- **What you are asked to do**
Using the data that follows, return exactly the lines from the one that contains "y 14: x 13 F" through the one that contains "changed: (77, 85, 95, 112)", ends included.
***** Material for this exercise
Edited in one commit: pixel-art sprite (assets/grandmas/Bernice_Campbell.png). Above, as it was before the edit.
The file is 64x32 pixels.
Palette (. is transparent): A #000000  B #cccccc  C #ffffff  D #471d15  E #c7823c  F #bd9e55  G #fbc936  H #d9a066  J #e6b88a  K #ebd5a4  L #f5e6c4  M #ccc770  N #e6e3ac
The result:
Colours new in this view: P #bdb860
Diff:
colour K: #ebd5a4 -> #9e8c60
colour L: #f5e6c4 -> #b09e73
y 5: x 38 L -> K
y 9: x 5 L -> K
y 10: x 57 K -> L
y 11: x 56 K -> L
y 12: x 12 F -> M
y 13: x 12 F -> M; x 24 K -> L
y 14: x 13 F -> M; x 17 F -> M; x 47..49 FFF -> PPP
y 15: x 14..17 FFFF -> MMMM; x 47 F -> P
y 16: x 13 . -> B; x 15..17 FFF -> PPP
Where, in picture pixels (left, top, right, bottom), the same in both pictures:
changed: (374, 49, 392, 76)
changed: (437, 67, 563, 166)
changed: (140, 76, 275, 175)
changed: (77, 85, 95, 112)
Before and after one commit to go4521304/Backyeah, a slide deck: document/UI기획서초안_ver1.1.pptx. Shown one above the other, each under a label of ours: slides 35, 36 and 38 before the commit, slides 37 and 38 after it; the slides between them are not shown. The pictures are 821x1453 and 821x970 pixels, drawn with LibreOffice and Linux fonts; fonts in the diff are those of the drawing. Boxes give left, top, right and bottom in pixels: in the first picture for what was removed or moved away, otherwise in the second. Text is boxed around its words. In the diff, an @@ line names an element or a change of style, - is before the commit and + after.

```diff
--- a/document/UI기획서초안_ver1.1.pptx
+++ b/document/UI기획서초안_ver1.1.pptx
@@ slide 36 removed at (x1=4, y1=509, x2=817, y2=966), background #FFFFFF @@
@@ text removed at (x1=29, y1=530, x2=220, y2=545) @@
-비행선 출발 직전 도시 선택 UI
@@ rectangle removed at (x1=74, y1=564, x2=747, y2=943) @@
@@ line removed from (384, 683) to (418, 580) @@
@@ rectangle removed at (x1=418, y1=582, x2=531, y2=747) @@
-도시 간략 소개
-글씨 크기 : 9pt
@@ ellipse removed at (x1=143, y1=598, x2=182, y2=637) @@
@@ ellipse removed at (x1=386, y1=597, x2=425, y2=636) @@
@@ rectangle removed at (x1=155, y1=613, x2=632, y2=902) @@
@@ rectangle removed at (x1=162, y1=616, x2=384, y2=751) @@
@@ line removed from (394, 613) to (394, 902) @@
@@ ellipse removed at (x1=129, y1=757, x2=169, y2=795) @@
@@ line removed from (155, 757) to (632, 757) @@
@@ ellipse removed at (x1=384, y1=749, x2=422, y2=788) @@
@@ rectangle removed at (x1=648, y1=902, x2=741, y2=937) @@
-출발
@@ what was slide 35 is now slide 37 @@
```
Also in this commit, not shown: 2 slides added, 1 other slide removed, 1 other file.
**********
- **Reply to the exercise**
y 14: x 13 F -> M; x 17 F -> M; x 47..49 FFF -> PPP
y 15: x 14..17 FFFF -> MMMM; x 47 F -> P
y 16: x 13 . -> B; x 15..17 FFF -> PPP
Where, in picture pixels (left, top, right, bottom), the same in both pictures:
changed: (374, 49, 392, 76)
changed: (437, 67, 563, 166)
changed: (140, 76, 275, 175)
changed: (77, 85, 95, 112)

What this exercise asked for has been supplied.